#### THE PROBLEM:
Line by line, check the data for the string "click" and state how many lines have it, nothing more.

#### Collected data:
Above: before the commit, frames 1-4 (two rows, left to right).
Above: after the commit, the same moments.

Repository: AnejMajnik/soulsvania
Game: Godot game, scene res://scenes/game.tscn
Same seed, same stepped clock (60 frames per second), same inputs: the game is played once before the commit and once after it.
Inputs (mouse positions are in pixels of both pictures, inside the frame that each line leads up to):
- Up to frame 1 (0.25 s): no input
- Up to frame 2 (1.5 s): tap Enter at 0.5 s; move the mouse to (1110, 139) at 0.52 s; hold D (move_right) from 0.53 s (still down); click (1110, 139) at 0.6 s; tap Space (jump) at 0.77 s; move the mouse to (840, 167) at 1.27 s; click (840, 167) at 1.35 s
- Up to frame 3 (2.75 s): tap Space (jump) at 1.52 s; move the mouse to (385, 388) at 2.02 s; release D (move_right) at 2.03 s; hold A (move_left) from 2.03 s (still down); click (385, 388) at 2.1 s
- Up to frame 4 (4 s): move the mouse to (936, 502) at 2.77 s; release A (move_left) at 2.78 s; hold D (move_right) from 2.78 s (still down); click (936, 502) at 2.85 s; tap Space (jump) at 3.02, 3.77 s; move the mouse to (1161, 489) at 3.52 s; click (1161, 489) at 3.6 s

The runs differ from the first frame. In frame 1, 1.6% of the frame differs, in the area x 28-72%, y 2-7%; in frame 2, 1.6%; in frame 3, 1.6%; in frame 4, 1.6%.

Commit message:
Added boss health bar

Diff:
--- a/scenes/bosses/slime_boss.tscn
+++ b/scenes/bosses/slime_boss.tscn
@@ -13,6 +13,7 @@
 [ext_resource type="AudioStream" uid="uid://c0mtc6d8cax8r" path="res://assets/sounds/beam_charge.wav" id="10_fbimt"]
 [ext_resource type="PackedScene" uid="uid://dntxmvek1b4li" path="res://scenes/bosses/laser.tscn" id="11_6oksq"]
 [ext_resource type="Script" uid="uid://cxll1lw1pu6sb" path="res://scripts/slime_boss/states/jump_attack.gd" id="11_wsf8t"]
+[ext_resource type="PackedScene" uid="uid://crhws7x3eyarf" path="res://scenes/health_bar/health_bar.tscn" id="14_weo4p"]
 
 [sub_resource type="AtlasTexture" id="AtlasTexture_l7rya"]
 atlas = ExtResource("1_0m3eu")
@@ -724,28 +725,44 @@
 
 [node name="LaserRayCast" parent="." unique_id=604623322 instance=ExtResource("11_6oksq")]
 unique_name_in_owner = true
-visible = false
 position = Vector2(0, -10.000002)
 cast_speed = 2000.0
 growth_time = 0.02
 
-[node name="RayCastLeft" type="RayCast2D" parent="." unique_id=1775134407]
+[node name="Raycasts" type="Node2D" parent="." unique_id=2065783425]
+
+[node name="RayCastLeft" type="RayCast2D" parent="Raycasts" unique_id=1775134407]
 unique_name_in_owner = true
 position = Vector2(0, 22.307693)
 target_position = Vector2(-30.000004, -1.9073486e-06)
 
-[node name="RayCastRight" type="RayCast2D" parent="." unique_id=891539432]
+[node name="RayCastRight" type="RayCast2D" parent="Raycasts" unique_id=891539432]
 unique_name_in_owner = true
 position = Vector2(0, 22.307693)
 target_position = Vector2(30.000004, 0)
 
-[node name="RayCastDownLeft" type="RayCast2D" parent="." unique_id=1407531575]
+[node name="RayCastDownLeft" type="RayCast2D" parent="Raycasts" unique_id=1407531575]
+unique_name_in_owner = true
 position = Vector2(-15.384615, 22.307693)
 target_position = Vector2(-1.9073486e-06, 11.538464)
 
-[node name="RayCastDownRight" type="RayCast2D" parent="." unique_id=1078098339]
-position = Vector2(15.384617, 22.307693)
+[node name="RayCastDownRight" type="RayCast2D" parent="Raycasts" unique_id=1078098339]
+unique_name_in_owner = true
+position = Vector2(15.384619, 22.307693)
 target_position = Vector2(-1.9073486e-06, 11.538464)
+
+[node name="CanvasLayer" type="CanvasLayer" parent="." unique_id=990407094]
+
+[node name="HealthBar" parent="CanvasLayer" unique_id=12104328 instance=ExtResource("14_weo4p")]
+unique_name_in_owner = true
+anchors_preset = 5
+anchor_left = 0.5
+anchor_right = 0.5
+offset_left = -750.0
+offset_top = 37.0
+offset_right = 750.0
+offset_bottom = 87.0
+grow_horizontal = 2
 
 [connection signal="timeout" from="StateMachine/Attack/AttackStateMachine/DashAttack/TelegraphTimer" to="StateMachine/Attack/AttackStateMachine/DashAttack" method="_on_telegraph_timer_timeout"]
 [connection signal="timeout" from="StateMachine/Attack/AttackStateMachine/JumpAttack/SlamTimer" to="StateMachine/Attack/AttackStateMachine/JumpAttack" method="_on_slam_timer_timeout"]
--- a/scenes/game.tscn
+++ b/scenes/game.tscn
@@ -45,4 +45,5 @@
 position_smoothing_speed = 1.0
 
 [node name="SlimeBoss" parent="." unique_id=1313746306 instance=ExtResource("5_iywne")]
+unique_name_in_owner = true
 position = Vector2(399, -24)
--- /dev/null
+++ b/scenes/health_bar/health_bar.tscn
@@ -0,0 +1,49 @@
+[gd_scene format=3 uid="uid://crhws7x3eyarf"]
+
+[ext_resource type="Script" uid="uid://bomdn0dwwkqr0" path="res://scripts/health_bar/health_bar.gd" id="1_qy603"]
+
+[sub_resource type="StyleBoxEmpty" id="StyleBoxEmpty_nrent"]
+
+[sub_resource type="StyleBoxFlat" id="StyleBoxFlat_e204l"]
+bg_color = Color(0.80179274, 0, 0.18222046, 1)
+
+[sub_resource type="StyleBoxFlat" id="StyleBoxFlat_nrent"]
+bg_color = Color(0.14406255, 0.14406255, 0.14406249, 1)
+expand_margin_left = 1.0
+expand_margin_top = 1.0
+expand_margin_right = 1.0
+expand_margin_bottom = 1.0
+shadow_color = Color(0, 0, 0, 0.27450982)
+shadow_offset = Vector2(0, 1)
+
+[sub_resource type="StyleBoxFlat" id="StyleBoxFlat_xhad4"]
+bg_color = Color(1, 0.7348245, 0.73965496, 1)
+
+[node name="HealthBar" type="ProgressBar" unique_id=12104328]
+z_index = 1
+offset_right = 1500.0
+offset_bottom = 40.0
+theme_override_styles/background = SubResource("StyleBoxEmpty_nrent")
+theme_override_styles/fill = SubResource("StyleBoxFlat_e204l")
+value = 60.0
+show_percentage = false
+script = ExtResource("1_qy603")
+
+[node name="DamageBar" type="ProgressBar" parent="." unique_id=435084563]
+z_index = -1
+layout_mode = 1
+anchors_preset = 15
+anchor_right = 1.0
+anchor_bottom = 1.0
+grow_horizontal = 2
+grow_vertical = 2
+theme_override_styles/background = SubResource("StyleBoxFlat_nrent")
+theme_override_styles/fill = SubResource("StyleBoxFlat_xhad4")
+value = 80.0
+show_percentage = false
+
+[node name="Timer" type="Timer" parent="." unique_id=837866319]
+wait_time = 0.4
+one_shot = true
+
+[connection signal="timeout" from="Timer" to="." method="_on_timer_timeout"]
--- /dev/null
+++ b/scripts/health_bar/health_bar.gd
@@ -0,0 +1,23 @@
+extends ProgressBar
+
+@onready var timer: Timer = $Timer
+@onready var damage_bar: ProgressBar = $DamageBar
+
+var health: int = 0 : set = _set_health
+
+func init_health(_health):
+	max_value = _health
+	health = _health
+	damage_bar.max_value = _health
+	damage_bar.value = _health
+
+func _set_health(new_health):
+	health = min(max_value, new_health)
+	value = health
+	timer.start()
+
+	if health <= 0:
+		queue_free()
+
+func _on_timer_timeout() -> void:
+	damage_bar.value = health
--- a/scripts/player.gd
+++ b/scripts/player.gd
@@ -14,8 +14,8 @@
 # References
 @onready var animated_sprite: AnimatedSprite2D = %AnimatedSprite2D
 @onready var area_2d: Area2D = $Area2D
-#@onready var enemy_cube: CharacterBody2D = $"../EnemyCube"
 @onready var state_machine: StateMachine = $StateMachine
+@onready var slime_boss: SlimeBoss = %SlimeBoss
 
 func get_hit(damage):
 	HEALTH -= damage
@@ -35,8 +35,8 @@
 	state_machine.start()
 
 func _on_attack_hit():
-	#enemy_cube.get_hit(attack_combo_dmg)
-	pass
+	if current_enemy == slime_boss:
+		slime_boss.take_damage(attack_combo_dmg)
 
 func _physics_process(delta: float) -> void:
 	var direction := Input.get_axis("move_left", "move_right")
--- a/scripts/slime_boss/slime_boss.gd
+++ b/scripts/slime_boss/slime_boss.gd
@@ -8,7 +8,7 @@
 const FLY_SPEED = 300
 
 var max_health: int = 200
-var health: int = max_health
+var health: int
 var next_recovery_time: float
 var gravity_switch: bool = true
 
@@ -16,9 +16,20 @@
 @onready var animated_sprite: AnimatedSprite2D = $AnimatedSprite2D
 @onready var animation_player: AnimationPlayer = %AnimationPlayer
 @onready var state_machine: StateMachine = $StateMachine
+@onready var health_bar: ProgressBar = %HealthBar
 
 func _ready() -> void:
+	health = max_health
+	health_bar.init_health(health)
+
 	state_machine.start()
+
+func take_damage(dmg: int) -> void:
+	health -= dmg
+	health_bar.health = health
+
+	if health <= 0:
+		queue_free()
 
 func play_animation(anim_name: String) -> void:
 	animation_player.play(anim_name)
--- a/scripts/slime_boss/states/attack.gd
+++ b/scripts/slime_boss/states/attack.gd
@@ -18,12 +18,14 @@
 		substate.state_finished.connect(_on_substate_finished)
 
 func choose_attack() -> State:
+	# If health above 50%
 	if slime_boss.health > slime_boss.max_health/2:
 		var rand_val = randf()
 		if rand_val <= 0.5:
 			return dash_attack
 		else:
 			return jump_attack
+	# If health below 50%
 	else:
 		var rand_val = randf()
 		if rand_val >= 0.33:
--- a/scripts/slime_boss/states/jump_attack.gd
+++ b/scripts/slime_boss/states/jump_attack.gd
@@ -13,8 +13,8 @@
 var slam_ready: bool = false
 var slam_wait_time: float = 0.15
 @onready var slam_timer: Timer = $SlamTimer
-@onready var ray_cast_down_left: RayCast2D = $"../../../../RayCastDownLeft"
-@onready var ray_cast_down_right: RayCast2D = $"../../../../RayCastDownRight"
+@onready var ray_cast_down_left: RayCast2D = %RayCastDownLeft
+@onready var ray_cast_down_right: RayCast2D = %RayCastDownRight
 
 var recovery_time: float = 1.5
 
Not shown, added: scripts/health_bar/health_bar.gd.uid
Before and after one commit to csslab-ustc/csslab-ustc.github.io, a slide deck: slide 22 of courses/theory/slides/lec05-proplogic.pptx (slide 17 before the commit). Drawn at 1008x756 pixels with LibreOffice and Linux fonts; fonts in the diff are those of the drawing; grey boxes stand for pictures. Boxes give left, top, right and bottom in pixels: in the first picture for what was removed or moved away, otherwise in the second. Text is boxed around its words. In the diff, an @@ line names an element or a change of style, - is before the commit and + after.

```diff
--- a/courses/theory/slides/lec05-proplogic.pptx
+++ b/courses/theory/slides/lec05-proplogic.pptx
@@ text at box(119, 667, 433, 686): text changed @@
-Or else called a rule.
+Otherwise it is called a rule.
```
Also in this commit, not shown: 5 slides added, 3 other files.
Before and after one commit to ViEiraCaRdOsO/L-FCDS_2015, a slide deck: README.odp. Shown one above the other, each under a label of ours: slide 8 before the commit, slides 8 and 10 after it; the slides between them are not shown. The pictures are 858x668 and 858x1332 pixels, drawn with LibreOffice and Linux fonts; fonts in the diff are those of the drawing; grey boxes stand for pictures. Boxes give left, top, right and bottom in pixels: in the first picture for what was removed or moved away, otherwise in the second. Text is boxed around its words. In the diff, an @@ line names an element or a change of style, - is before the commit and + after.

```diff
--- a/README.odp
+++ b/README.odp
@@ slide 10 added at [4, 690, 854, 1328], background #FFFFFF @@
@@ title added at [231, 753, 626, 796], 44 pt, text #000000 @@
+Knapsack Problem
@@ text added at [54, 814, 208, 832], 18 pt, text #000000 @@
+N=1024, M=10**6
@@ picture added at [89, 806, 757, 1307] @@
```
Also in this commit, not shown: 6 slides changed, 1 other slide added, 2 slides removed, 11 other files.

#### ANSWER BOX:
3